_EXTRACTED MATERIAL:_
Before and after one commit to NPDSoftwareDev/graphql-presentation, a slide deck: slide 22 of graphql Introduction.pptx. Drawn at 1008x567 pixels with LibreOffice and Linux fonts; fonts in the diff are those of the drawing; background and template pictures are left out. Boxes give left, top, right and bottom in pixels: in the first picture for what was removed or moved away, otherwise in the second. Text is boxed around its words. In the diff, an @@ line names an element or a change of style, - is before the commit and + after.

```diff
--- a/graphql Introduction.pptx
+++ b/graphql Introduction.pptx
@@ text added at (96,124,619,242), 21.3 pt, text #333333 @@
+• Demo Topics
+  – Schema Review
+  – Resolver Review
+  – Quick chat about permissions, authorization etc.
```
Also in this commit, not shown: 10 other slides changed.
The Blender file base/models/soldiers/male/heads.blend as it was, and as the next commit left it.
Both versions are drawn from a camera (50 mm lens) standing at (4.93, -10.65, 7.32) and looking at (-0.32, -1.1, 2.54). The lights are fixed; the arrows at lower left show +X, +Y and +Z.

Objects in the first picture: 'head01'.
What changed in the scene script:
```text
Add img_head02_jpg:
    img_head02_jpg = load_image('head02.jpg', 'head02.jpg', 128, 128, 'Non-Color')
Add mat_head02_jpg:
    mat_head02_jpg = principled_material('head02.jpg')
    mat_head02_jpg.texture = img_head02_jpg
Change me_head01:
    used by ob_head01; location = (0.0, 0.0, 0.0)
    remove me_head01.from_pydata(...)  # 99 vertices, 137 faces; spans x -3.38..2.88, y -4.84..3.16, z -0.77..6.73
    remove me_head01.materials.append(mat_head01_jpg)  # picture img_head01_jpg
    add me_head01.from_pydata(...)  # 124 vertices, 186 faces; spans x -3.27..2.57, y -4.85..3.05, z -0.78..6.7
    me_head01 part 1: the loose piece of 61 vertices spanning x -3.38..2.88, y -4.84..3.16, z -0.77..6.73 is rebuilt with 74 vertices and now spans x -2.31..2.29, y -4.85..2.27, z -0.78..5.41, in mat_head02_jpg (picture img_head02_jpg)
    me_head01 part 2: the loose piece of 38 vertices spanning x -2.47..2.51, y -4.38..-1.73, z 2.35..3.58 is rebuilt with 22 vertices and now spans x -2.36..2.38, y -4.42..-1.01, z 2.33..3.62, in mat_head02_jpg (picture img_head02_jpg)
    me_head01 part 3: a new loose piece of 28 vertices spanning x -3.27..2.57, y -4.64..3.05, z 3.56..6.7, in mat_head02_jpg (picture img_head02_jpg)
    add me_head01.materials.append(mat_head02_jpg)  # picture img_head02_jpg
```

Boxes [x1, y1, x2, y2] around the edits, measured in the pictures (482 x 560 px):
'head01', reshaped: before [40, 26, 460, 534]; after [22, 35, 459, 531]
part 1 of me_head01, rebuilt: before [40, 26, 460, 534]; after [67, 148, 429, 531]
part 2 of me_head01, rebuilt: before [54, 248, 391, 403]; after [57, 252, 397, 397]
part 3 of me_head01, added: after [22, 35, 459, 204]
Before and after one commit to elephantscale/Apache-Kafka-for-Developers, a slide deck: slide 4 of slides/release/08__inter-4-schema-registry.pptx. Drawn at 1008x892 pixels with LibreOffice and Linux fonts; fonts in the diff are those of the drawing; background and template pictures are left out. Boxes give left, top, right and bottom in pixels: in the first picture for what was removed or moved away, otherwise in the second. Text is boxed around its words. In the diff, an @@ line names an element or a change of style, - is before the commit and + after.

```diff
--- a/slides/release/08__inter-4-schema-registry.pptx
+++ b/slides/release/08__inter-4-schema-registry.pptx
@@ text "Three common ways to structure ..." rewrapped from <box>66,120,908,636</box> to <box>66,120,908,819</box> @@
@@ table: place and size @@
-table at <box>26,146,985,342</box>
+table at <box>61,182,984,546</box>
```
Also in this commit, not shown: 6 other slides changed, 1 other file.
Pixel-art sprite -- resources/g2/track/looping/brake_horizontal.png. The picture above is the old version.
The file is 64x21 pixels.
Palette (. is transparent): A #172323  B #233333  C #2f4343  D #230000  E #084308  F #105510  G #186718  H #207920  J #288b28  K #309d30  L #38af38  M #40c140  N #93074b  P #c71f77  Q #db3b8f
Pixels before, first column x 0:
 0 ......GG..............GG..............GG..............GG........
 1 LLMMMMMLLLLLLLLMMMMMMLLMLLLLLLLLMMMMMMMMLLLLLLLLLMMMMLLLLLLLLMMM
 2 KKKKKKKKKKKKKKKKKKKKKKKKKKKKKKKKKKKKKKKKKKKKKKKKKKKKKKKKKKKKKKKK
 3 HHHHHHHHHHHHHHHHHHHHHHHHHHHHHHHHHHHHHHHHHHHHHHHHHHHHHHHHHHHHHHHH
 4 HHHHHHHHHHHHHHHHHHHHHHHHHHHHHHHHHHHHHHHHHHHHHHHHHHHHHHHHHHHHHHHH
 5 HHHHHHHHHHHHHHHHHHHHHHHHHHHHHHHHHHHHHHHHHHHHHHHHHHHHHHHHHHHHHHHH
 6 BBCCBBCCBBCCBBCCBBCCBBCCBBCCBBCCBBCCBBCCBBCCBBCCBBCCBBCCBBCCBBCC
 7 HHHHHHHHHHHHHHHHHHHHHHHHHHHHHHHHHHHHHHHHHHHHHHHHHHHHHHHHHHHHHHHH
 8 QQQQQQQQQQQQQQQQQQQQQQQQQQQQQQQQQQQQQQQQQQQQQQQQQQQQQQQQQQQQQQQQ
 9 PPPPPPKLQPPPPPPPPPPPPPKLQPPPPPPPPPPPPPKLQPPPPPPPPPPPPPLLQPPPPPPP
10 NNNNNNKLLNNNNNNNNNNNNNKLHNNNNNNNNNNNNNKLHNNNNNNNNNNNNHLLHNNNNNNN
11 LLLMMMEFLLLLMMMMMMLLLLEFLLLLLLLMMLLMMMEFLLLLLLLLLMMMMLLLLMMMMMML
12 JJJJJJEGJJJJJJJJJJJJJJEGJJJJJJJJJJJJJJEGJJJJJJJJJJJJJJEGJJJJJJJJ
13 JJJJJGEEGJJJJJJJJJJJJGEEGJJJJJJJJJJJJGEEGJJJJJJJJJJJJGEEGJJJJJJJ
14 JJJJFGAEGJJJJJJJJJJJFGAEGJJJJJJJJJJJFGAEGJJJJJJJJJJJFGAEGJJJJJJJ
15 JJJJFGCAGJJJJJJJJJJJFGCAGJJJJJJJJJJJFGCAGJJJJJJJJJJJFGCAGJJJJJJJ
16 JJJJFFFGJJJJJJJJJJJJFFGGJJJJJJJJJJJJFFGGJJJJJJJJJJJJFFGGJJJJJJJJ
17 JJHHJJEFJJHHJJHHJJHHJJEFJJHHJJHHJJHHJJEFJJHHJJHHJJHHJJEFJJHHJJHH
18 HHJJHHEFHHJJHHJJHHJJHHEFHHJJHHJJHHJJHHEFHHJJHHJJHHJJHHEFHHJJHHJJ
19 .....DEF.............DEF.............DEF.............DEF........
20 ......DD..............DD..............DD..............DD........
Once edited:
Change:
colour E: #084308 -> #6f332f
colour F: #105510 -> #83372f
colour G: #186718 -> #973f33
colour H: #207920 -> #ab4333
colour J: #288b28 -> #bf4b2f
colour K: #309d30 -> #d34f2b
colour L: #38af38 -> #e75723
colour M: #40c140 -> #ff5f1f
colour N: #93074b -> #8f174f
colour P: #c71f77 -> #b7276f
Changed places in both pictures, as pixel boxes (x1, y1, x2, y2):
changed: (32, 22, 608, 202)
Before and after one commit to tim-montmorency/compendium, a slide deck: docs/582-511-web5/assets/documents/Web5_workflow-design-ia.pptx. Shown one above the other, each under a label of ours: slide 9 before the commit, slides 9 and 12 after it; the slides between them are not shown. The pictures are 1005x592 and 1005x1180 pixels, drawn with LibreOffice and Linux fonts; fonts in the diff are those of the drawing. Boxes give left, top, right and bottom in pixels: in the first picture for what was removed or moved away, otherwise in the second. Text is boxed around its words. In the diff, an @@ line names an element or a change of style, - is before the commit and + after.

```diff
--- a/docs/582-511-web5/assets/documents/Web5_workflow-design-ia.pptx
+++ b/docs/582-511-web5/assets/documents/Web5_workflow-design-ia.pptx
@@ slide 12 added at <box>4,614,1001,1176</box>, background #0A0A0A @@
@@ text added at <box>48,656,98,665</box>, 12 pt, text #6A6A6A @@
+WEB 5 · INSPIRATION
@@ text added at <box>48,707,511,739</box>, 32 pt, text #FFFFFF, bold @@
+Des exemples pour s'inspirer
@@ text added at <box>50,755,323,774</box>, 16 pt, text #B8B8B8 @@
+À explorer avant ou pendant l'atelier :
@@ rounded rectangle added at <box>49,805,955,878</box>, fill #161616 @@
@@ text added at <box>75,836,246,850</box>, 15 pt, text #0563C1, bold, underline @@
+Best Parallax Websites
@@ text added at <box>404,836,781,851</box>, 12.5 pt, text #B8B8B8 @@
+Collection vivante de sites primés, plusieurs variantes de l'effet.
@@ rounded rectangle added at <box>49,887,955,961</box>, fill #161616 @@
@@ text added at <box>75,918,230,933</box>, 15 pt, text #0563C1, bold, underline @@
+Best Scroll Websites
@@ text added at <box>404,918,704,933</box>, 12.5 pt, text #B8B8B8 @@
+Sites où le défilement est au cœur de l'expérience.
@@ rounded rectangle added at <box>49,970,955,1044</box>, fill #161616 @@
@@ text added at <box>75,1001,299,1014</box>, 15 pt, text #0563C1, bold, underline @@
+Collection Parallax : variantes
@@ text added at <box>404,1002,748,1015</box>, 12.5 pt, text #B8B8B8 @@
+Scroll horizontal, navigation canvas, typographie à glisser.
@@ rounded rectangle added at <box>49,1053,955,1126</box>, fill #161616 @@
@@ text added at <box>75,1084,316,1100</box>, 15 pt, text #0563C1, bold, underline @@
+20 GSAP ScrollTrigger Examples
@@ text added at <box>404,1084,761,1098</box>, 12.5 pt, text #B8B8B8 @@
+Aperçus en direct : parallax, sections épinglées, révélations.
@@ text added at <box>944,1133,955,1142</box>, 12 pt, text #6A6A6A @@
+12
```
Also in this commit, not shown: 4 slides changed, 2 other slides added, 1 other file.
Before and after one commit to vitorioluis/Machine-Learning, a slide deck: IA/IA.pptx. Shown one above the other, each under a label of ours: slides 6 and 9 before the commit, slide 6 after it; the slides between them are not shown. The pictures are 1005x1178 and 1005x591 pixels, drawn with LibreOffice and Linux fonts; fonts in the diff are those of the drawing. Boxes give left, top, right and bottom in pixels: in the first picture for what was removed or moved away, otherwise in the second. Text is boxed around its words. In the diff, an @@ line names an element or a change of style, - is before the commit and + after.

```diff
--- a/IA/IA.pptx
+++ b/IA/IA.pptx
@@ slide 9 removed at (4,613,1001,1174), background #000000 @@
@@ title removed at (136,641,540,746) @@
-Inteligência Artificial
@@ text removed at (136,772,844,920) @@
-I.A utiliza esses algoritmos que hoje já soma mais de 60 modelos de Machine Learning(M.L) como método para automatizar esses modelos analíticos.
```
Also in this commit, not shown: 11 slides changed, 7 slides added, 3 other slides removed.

_PROBLEM:_
Show each line in the entries that holds the string "part".

_ANSWER BOX:_
    me_head01 part 1: the loose piece of 61 vertices spanning x -3.38..2.88, y -4.84..3.16, z -0.77..6.73 is rebuilt with 74 vertices and now spans x -2.31..2.29, y -4.85..2.27, z -0.78..5.41, in mat_head02_jpg (picture img_head02_jpg)
    me_head01 part 2: the loose piece of 38 vertices spanning x -2.47..2.51, y -4.38..-1.73, z 2.35..3.58 is rebuilt with 22 vertices and now spans x -2.36..2.38, y -4.42..-1.01, z 2.33..3.62, in mat_head02_jpg (picture img_head02_jpg)
    me_head01 part 3: a new loose piece of 28 vertices spanning x -3.27..2.57, y -4.64..3.05, z 3.56..6.7, in mat_head02_jpg (picture img_head02_jpg)
part 1 of me_head01, rebuilt: before [40, 26, 460, 534]; after [67, 148, 429, 531]
part 2 of me_head01, rebuilt: before [54, 248, 391, 403]; after [57, 252, 397, 397]
part 3 of me_head01, added: after [22, 35, 459, 204]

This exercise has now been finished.